Corrosion-Regulated Surface Reconstruction for High-Performance Oxygen Evolution Electrocatalysts

Abstract

Surface reconstruction is a common phenomenon during electrode processes, occurring on the surface of electrocatalysts. While corrosion-engineering approaches show promise in this reconstruction, the precise control of surface reaction kinetics remains a significant challenge. In this work, a corrosion kinetics-controlled strategy using a hypophosphite corrosion inhibitor was proposed to achieve a uniform nickel-iron oxyhydroxide (p-(Fe,Ni)OOH) layer through controlled corrosion-induced reconstruction.

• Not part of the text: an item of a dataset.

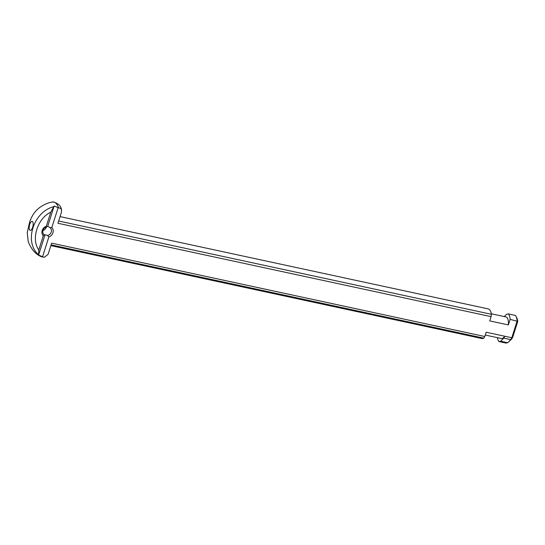 <?xml version="1.0" encoding="UTF-8"?>
<svg xmlns="http://www.w3.org/2000/svg" width="545" height="545" viewBox="0 0 545 545"><rect width="100%" height="100%" fill="white"/><g stroke="black" fill="none" stroke-linecap="round" stroke-linejoin="round"><path stroke-width="0.82" d="M48.825 236.993L42.551 256.777L44.383 257.295L40.8 256.477C35.35 253.997 31.16 249.045 28.231 241.633L27.25 232.872L29.198 223.879C31.964 213.17 38.688 206.099 49.357 202.665L52.736 201.95C57.947 203.094 60.877 205.697 61.517 209.75L60.488 208.279L58.117 207.7L51.843 227.483L50.085 227.708A4.592 4.108 -45.6 0 1 50.331 227.926A4.592 4.108 -45.6 0 1 51.25 232.102A4.592 4.108 -45.6 0 1 47.626 235.46L48.825 236.993A5.968 5.341 134.4 0 0 51.843 227.483M29.723 224.445A4.592 1.785 -77.8 0 0 29.832 230.147A4.592 1.785 -77.8 0 0 31.045 230.106A4.592 1.785 -77.8 0 0 32.932 226.257A4.592 1.785 -77.8 0 0 32.802 221.965A4.592 1.785 -77.8 0 0 32.543 221.611A4.592 1.785 -77.8 0 0 29.723 224.445M47.626 235.46L45.031 234.766L38.62 254.978L38.797 249.903L43.273 235.794L44.152 234.711A4.592 4.108 -45.6 0 1 43.907 234.493A4.592 4.108 -45.6 0 1 43.041 230.147A4.592 4.108 -45.6 0 1 46.611 226.958L47.742 226.223L50.085 227.708M42.551 256.777L38.62 254.978M42.926 230.515A4.592 4.108 134.4 0 0 46.271 227.231A4.592 4.108 134.4 0 0 46.332 227.033M45.031 234.766L44.152 234.711M46.611 226.958L46.291 226.291A5.968 5.341 134.4 0 0 43.273 235.794M46.291 226.291L50.767 212.182L54.153 206.01L47.742 226.223M54.153 206.01L58.117 207.7M38.797 249.903C30.881 239.323 37.571 218.211 50.767 212.182M510.788 339.63L507.729 342.703L511.748 338.963L512.791 337.021L517.75 321.387A13.775 5.355 -77.8 0 0 516.749 317.776L515.992 316.332A15.151 5.893 102.2 0 1 517.157 320.896L511.823 337.716L504.772 336.251L503.778 338.118L510.788 339.63L511.782 337.764M61.51 209.757L61.483 212.107L57.947 223.266L491.113 316.638L491.386 314.295L58.662 221.011M517.75 321.387L510.127 319.377L508.369 324.922L489.757 320.91L491.113 316.638M491.386 314.295A15.151 5.893 -77.8 0 0 488.225 308.899L60.059 216.603M44.383 257.295L48.103 254.29L51.646 243.138L484.812 336.51L486.167 332.239L504.772 336.251A11.023 4.285 -77.8 0 1 501.318 338.493L485.275 335.039M51.087 244.875L483.817 338.159L484.812 336.51M50.855 245.618L481.841 338.52A15.151 5.893 -77.8 0 0 483.817 338.159M512.791 337.021L511.823 337.716M510.781 339.658L511.748 338.963M503.778 338.118L500.664 341.218L498.92 341.545L505.917 343.05L507.674 342.73L500.664 341.218M497.367 337.641A15.151 5.893 -77.8 0 0 498.92 341.545M504.254 316.584L506.618 314.227L508.362 313.9L515.42 315.46A15.151 5.893 102.2 0 1 515.992 316.332M53.526 206.739C33.381 211.944 23.891 241.857 38.354 254.556M508.369 324.922A11.023 4.285 -77.8 0 0 505.964 316.952L491.304 313.791M510.127 319.377A15.151 5.893 -77.8 0 0 508.362 313.9M58.519 207.679A28.04 10.9 -77.8 0 0 52.661 201.95M40.8 256.477A28.04 10.9 -77.8 0 0 42.885 256.954"/></g></svg>

This p-(Fe,Ni)OOH electrocatalyst shows excellent oxygen-evolving performance, achieving a current density of 10 mA cm^-2 at an overpotential of 217 mV and maintaining stability for over 100 h at 100 mA cm^-2. The operando spectroscopic characterization and first-principles computations demonstrate that the uniformly reconstructed layer, obtained through controlled corrosion, possesses more favorable interfacial water components and enhanced intrinsic activity. Real-time analyses of ferric ion concentrations and pH values further indicate that the corrosion kinetics-controlled process can be categorized into three distinct stages. This work provides insights into the precise fabrication of electrocatalyst materials through corrosion-induced reconstruction, highlighting the connection between corrosion chemistry and electrocatalyst design.

Keywords: Corrosion reconstruction; electrocatalysts; oxygen evolution; oxyhydroxide nanoflowers; real-time analysis.